Meine eigentliche Idee war es, am Colorado River entlang nach Süden zu fahren und in Needles zu stoppen. Ich habe dann mal meinen Lonely Planet gecheckt und auf die Schnelle so gar nichts dazu gefunden. Da ich gestern schon etwas Schwierigkeiten hatte bei der Motelsuche (zumindest deutlich weiter fahren musste als ich wollte) und es auch noch einige tolle Dinge auf dem Weg nach San Diego gibt, was mein nächstes städtisches Ziel ist, ändere ich meine Route spontan.
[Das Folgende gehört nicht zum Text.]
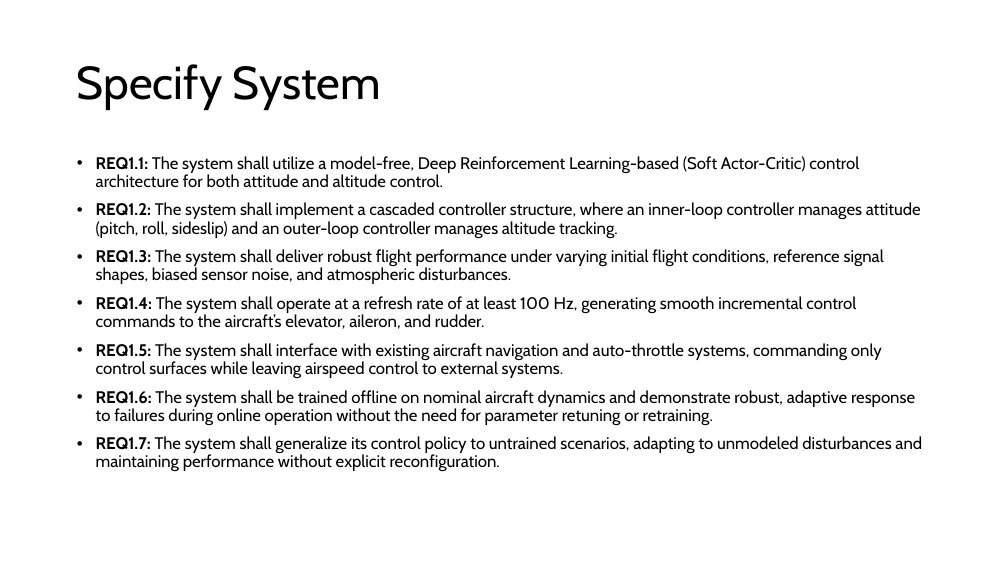
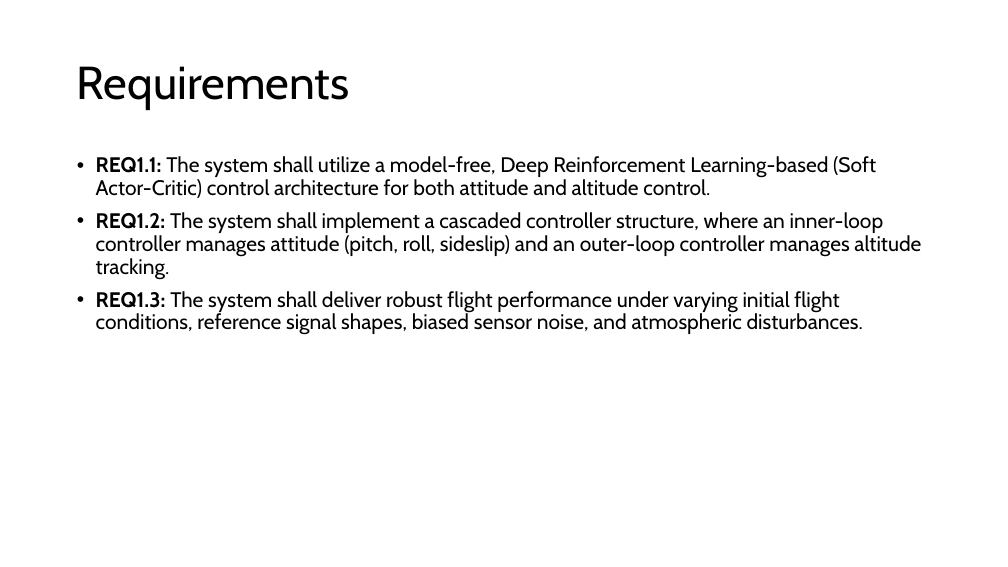
Before and after one commit to Niels149/AIASFault, a slide deck: slide 8 of AIASPres.pptx (slide 4 before the commit). Drawn at 1008x567 pixels with LibreOffice and Linux fonts; fonts in the diff are those of the drawing. Boxes give left, top, right and bottom in pixels: in the first picture for what was removed or moved away, otherwise in the second. Text is boxed around its words. In the diff, an @@ line names an element or a change of style, - is before the commit and + after.

```diff
--- a/AIASPres.pptx
+++ b/AIASPres.pptx
@@ title at bbox=[77, 66, 350, 110]: text changed @@
-Specify System
+Requirements
@@ text "REQ1.1: The system shall utilize ..." at bbox=[96, 156, 921, 335]: size 16 to 20 pt @@
@@ text at bbox=[96, 296, 922, 472]: paragraphs removed @@
-• REQ1.4: The system shall operate at a refresh rate of at least 100 Hz, generating smooth incremental control commands to the aircraft’s elevator, aileron, and rudder.
-• REQ1.5: The system shall interface with existing aircraft navigation and auto-throttle systems, commanding only control surfaces while leaving airspeed control to external systems.
-• REQ1.6: The system shall be trained offline on nominal aircraft dynamics and demonstrate robust, adaptive response to failures during online operation without the need for parameter retuning or retraining.
-• REQ1.7: The system shall generalize its control policy to untrained scenarios, adapting to unmodeled disturbances and maintaining performance without explicit reconfiguration.
```
Also in this commit, not shown: 8 other slides changed, 1 slide added.

Needles und der Colorado River wird gestrichen. Der Colorado River ist ohnehin die dreckigste beziehungsweise verseuchteste Brühe der Staaten, daher fällt mir der Verzicht nicht schwer.

Stattdessen mache ich mich auf den Weg durch die Mojave in Richtung Joshua Trees National Park.

Bevor es los geht nutze ich noch die Outlets in Primm, das selbst auch schon in der Mojave liegt. Die Mojave erstreckt sich über ein riesiges Gebiet vom Stadtrand von Los Angeles fast an der Küste bis Las Vegas. Nur ein Teil davon ist Nationalpark, immerhin der drittgrößte der Staaten außerhalb Alaskas. Nur das Death Valley und Yellowstone sind größer.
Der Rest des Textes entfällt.